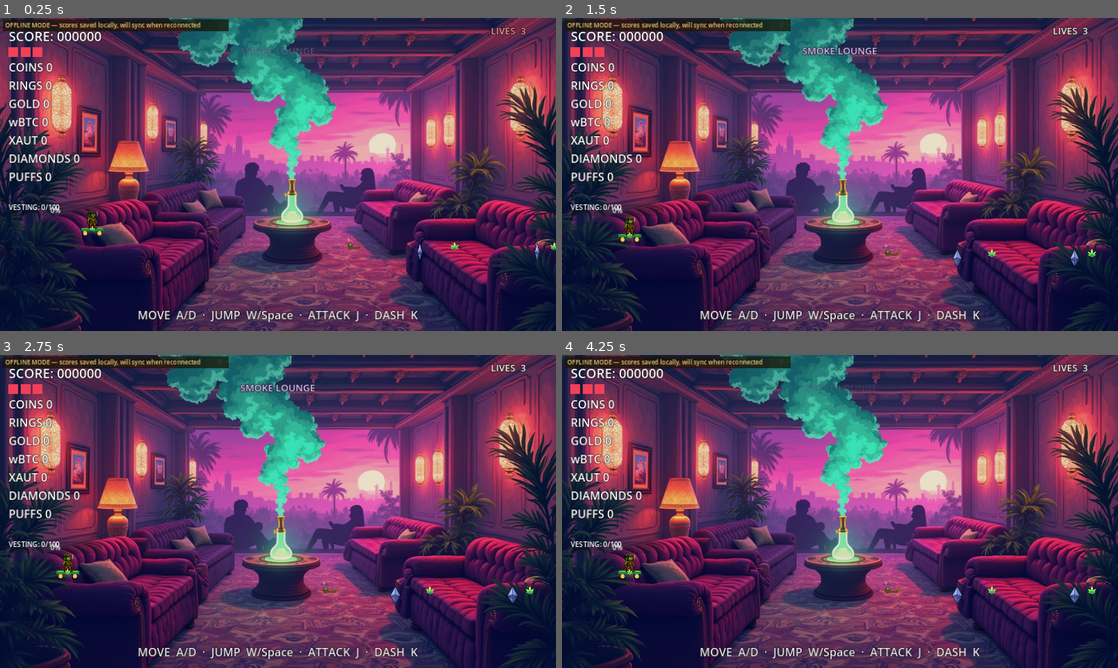
Above: before the commit, frames 1-4 (two rows, left to right).
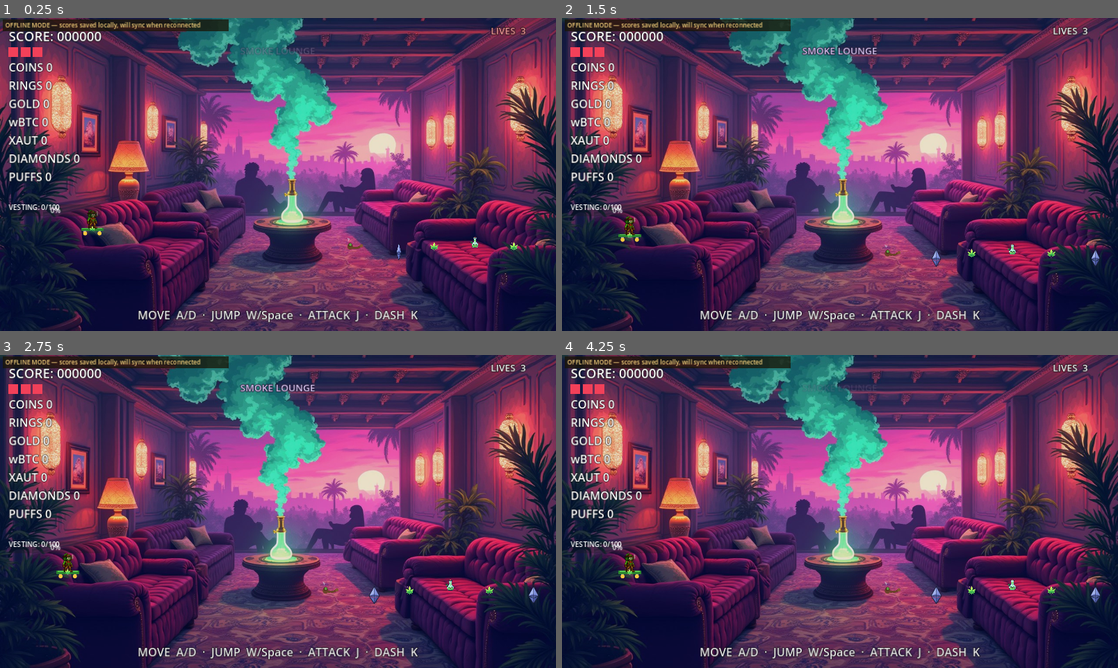
Above: after the commit, the same moments.

Repository: youngstunners88/GM-GAME
Game: Godot game, scene res://src/level/secret_realm.tscn
The game is run twice, just before and just after one commit, with the same random seed, the same clock (stepped at 60 frames per second) and the same inputs. This scene is started directly instead of the project's main scene. Sound files missing from this copy of the repository are replaced by a short silence.
Inputs (mouse positions are in pixels of both pictures, inside the frame that each line leads up to):
- Up to frame 1 (0.25 s): no input
- Up to frame 2 (1.5 s): tap Enter at 0.5 s; move the mouse to (962, 158) at 0.52 s; hold D (move_right) 0.53-1.25 s; hold J (attack) 0.53-1.25 s; click (962, 158) at 0.67 s; tap Space (jump) at 0.77 s; drag from (728, 190) to (628, 227) at 1.27 s
- Up to frame 3 (2.75 s): move the mouse to (333, 442) at 2.02 s; hold A (move_left) from 2.03 s (still down); hold E (interact) from 2.03 s (still down)
- Up to frame 4 (4.25 s): release A (move_left) at 2.75 s; release E (interact) at 2.75 s; drag from (812, 574) to (628, 564) at 2.77 s; move the mouse to (1006, 558) at 3.52 s; hold D (move_right) from 3.53 s (still down); tap Q at 3.6 s; tap Space (jump) at 3.77 s

The runs differ from the first frame. In frame 1, 0.2% of the frame differs, in the area x 71-100%, y 70-78%; in frame 2, 0.3%; in frame 3, 0.3%, in the area x 66-97%, y 71-80%; in frame 4, 0.3%.
Error in both runs: Invalid call. Nonexistent function 'is_action_just_pressed' in base 'InputEventKey'. (res://src/ui/pause_menu.gd:12)

Commit message:
fix(lounge): place every pickup from one lattice instead of five colliding ones
Founder: "its like you just threw them around with no care to placement", and
separately that the lounge items mask each other. Both were literally true and
the cause was structural, not a few bad constants.

Five pickup types each generated their OWN arithmetic progression at the same
Y — coins 900+270i, nuggets 760+230i, hookahs 1400+620i, plus hand-typed BTC
and health coordinates. Nothing reconciled them, so they collided wherever
their periods lined up: 22 of 43 items sat within 90px of a neighbour,
including an exact 0px overlap at x=3060 and several 10px pairs. Retyping the
numbers would only have relocated the collisions.

Types no longer own coordinates. The lane owns evenly-pitched slots; rare
pickups claim theirs first at an even cadence of their own, common ones fill
what is left, and two items cannot share a slot.

Result: 44 pickups, uniform 91.6px pitch, zero overlaps.

founder_critical_probe_test now builds the real lounge, reads back every
spawned collectible's world position, and asserts both properties the founder
named — nothing overlaps, and the spacing is uniform end to end.

Gates: founder-critical-probe, script-compile, blaze-lifecycle-e2e,
boss-stakes ALL PASS; sprite-alpha clean.

Co-Authored-By: Claude Opus 5 <noreply@anthropic.com>
Claude-Session: https://claude.ai/code/session_01KkjNwKWegSVaQWrVTiU8ru

Diff:
--- a/src/level/secret_realm.gd
+++ b/src/level/secret_realm.gd
@@ -350,29 +350,93 @@
 ## 44px trigger — squarely across the standing hurtbox band of 630..660.
 const SKATE_PICKUP_Y := 28.0
 
+## Where the collectible lane starts and ends, and the closest two pickups are
+## ever allowed to sit. 44px triggers on ~40px sprites need roughly 90px of
+## pitch before they stop touching; 93 is what the lane below actually lands on.
+const LANE_START_X := 760.0
+const LANE_END_X := 4700.0
+const LANE_MIN_PITCH := 90.0
+
 func _setup_rewards() -> void:
-	# A long collectible trail along the skate line — this is the run's reward.
-	for i in range(14):
-		EntitySpawner.spawn("coin_eth", Vector2(900 + i * 270, FLOOR_SURFACE_Y - SKATE_PICKUP_Y), self)
-	EntitySpawner.spawn("coin_btc", Vector2(2460, FLOOR_SURFACE_Y - SKATE_PICKUP_Y), self)
-	EntitySpawner.spawn("coin_btc", Vector2(3150, FLOOR_SURFACE_Y - SKATE_PICKUP_Y), self)
-	EntitySpawner.spawn("coin_btc", Vector2(4380, FLOOR_SURFACE_Y - SKATE_PICKUP_Y), self)
-	EntitySpawner.spawn("health_pickup", Vector2(1750, FLOOR_SURFACE_Y - SKATE_PICKUP_Y), self)
-	EntitySpawner.spawn("health_pickup", Vector2(3900, FLOOR_SURFACE_Y - SKATE_PICKUP_Y), self)
-	# Founder G2: "in the Smoke Lounge Lil Blunt should also be able to collect
-	# some weed nuggets and joints as extra points along with what is currently
-	# available there." Drawn in code from the existing leaf art — no new asset
-	# dependency, same skate-height band so they collect by rolling through.
-	for i in range(18):
-		_spawn_nugget(760.0 + i * 230.0, i % 3 == 0)
-	# L5 — collectible weed HOOKAH pipes (distinct from the decorative curved
-	# pipe pickup above). Founder: "the weed pipe is great. We also need weed
-	# Hookah Pipes that need to be collected too." Uses the existing bong art
-	# (a hookah IS a water pipe — same silhouette family already in the
-	# project) so this needs no new asset, but is a real scoring pickup, not
-	# the ambient decoration at the Bong Alcove.
-	for i in range(6):
-		_spawn_hookah(1400.0 + i * 620.0)
+	# ONE LANE, ONE LATTICE — every pickup in the lounge is placed from here.
+	#
+	# Founder: "its like you just threw them around with no care to placement",
+	# and separately that the items mask each other. Both were literally true,
+	# and the cause was structural rather than a few bad numbers: five pickup
+	# types each generated their OWN arithmetic progression (coins 900+270i,
+	# nuggets 760+230i, hookahs 1400+620i, plus hand-typed BTC and health
+	# coordinates) at the SAME Y. Nothing reconciled them, so they collided
+	# wherever their periods happened to line up — 22 of the 43 items sat
+	# within 90px of a neighbour, including an EXACT 0px overlap at x=3060 and
+	# several 10px pairs. Retyping the constants would only move the collisions
+	# somewhere else.
+	#
+	# So types no longer own coordinates. The lane owns evenly-pitched SLOTS,
+	# and each type is assigned slots; the rare pickups claim theirs first at an
+	# even cadence of their own, and the common ones fill what is left. Two
+	# items cannot share a slot, so they cannot mask each other, and the pitch
+	# is uniform end to end.
+	var y: float = FLOOR_SURFACE_Y - SKATE_PICKUP_Y
+	var slot_count: int = int((LANE_END_X - LANE_START_X) / LANE_MIN_PITCH) + 1
+	var pitch: float = (LANE_END_X - LANE_START_X) / float(maxi(slot_count - 1, 1))
+	var kinds: Array[String] = []
+	kinds.resize(slot_count)
+	kinds.fill("")
+
+	# Rare pickups first, spread across the whole lane by even division rather
+	# than by hand-picked x values. The half-step offset keeps them off the very
+	# first and last slots, which read better as a run-in and a run-out.
+	_claim_slots(kinds, "hookah", 6)
+	_claim_slots(kinds, "coin_btc", 3)
+	_claim_slots(kinds, "health_pickup", 2)
+
+	# Everything else alternates nugget / ETH coin so the lane has a readable
+	# rhythm instead of a single undifferentiated string of pickups. Every third
+	# nugget is a pipe, matching the ratio the lounge already shipped with.
+	var nugget_n: int = 0
+	for i in range(slot_count):
+		if kinds[i] != "":
+			continue
+		if i % 2 == 0:
+			kinds[i] = "nugget_pipe" if nugget_n % 3 == 0 else "nugget"
+			nugget_n += 1
+		else:
+			kinds[i] = "coin_eth"
+
+	for i in range(slot_count):
+		var x: float = LANE_START_X + pitch * float(i)
+		match kinds[i]:
+			"nugget":
+				_spawn_nugget(x, false)
+			"nugget_pipe":
+				# Founder G2: "Lil Blunt should also be able to collect some weed
+				# nuggets and joints as extra points."
+				_spawn_nugget(x, true)
+			"hookah":
+				# L5 — collectible weed HOOKAH pipes, distinct from the decorative
+				# bong at the alcove. Founder: "the weed pipe is great. We also
+				# need weed Hookah Pipes that need to be collected too."
+				_spawn_hookah(x)
+			_:
+				EntitySpawner.spawn(kinds[i], Vector2(x, y), self)
+
+## Reserve `count` slots for `kind`, spaced as evenly across the lane as the
+## slot count allows. Skips any slot already taken, so two rare types can never
+## be assigned the same position.
+func _claim_slots(kinds: Array[String], kind: String, count: int) -> void:
+	if count <= 0:
+		return
+	var n: int = kinds.size()
+	var step: float = float(n) / float(count)
+	for k in range(count):
+		var idx: int = clampi(int(step * (float(k) + 0.5)), 0, n - 1)
+		# Nudge off an occupied slot rather than overwrite it.
+		var tries: int = 0
+		while kinds[idx] != "" and tries < n:
+			idx = (idx + 1) % n
+			tries += 1
+		if kinds[idx] == "":
+			kinds[idx] = kind
 
 ## A collectable nugget (or joint) worth bonus score. Built as a plain Area2D
 ## rather than a new .tscn so it needs no scene/import round-trip.
--- a/tests/founder_critical_probe_test.gd
+++ b/tests/founder_critical_probe_test.gd
@@ -51,6 +51,7 @@
 	await _test_auditor_hits_player_on_contact()
 	await _test_skateboard_zone_hover_and_steer()
 	await _test_boss_backdrop_floor_alignment(2)
+	await _test_lounge_pickups_never_overlap()
 
 	if _failures == 0:
 		print("FOUNDER_CRITICAL_PROBE: ALL PASS")
@@ -644,3 +645,53 @@
 	if cs and cs.shape is RectangleShape2D:
 		return (cs.shape as RectangleShape2D).size.x / 2.0 + 90.0
 	return 160.0
+
+## "Its like you just threw them around with no care to placement" + the items
+## masking each other, in the Smoke Lounge.
+##
+## Measured, not eyeballed: build the real lounge and read back the world X of
+## every collectible it spawned. Five pickup types used to each generate their
+## own independent arithmetic progression at the same Y, so 22 of 43 items sat
+## inside a neighbour's 44px trigger — including an exact 0px overlap. They are
+## now placed from one evenly-pitched lattice, and this asserts BOTH properties
+## the founder actually named: nothing overlaps, and the spacing is uniform.
+func _test_lounge_pickups_never_overlap() -> void:
+	var lounge: Node2D = load("res://src/level/secret_realm.tscn").instantiate()
+	get_tree().root.add_child(lounge)
+	await get_tree().process_frame
+	await get_tree().process_frame
+
+	var xs: Array[float] = []
+	for node in lounge.get_children():
+		var a := node as Area2D
+		if a == null:
+			continue
+		# Every lounge pickup is on the collectible layer (8) and sits in the
+		# skate band; the level's own props are not Area2Ds on that layer.
+		if a.collision_layer != 8:
+			continue
+		xs.append(a.global_position.x)
+	xs.sort()
+	_info("lounge pickups placed", xs.size())
+	_check("the lounge actually spawned its pickup lane", xs.size() >= 30,
+		"only %d collectibles found" % xs.size())
+
+	var min_gap := INF
+	var max_gap := 0.0
+	for i in range(1, xs.size()):
+		var g: float = xs[i] - xs[i - 1]
+		min_gap = minf(min_gap, g)
+		max_gap = maxf(max_gap, g)
+	if xs.size() > 1:
+		_info("closest two pickups (px apart)", min_gap)
+		# 44px triggers on ~40px sprites: below ~88px they visibly touch.
+		_check("no two lounge pickups mask each other", min_gap >= 88.0,
+			"closest pair is %.0fpx apart — they overlap on screen" % min_gap)
+		# Uniform pitch is the other half of the complaint. A lattice gives one
+		# pitch end to end; independent progressions give a ragged spread.
+		_check("lounge pickup spacing is uniform, not scattered",
+			max_gap - min_gap < 2.0,
+			"pitch varies from %.0f to %.0f px" % [min_gap, max_gap])
+
+	lounge.queue_free()
+	await get_tree().process_frame
Not shown, changed: STATUS.md

**YOUR INSTRUCTIONS**
Gather each line of the listing containing the word "tries" and show it.

**EXERCISE RESPONSE**
+		var tries: int = 0
+		while kinds[idx] != "" and tries < n:
+			tries += 1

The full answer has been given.